This is from 1998 but the relevant parts -
[https://www.schneier.com/essays/archives/1998/05/the_crypto_...](https://www.schneier.com/essays/archives/1998/05/the_crypto_bomb_is_t.html)

>Cryptographic algorithms have a way of degrading over time. It's a situation
that most techies aren't used to: Compression algorithms don't compress less
as the years go by, and sorting algorithms don't sort slower. But encryption
algorithms get easier to break; something that sufficed three years ago might
not today.

>Cryptographic algorithms are all vulnerable to brute force--trying every
possible encryption key, systematically searching for hash-function
collisions, factoring the large composite number, and so forth--and brute
force gets easier with time. A 56-bit key was long enough in the mid-1970s;
today that can be pitifully small. In 1977, Martin Gardner wrote that
129-digit numbers would never be factored; in 1994, one was.

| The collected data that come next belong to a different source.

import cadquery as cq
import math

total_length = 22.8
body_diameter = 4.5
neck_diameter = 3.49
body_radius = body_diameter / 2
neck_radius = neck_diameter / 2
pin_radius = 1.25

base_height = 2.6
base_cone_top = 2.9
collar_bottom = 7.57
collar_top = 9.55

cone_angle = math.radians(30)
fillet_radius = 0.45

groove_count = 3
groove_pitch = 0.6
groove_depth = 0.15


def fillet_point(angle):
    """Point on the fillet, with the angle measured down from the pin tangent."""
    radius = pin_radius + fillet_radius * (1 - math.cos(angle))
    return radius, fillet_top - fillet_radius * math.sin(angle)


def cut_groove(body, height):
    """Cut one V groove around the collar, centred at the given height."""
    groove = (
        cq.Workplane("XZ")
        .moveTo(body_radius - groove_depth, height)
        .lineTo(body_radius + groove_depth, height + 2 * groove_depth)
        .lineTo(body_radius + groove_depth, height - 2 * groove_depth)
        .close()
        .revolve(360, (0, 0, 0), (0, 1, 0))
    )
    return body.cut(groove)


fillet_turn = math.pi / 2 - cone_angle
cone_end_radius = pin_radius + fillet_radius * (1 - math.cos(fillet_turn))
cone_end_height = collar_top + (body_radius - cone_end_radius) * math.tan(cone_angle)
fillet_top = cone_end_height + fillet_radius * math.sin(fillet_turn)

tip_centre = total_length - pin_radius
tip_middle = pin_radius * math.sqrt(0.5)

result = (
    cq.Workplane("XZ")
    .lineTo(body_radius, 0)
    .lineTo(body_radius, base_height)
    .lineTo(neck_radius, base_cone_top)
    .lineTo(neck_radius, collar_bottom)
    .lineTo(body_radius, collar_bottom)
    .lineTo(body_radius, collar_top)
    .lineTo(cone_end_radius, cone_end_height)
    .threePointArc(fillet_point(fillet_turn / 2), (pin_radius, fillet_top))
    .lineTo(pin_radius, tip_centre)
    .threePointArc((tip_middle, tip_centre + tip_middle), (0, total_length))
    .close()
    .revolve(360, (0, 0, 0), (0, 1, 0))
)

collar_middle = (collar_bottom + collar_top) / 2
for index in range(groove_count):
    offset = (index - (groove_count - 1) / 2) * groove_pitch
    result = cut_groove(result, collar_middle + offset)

>Aside from brute force, cryptographic algorithms can be attacked with more
subtle (and more powerful) techniques. In the early 1990s, the academic
community discovered differential and linear cryptanalysis, and many symmetric
encryption algorithms were broken. Similarly, the factoring community
discovered the number-field sieve, which affected the security of public-key
cryptosystems.

DES was used in the 70s, now it can be brute forced in a few days (with the
right hardware).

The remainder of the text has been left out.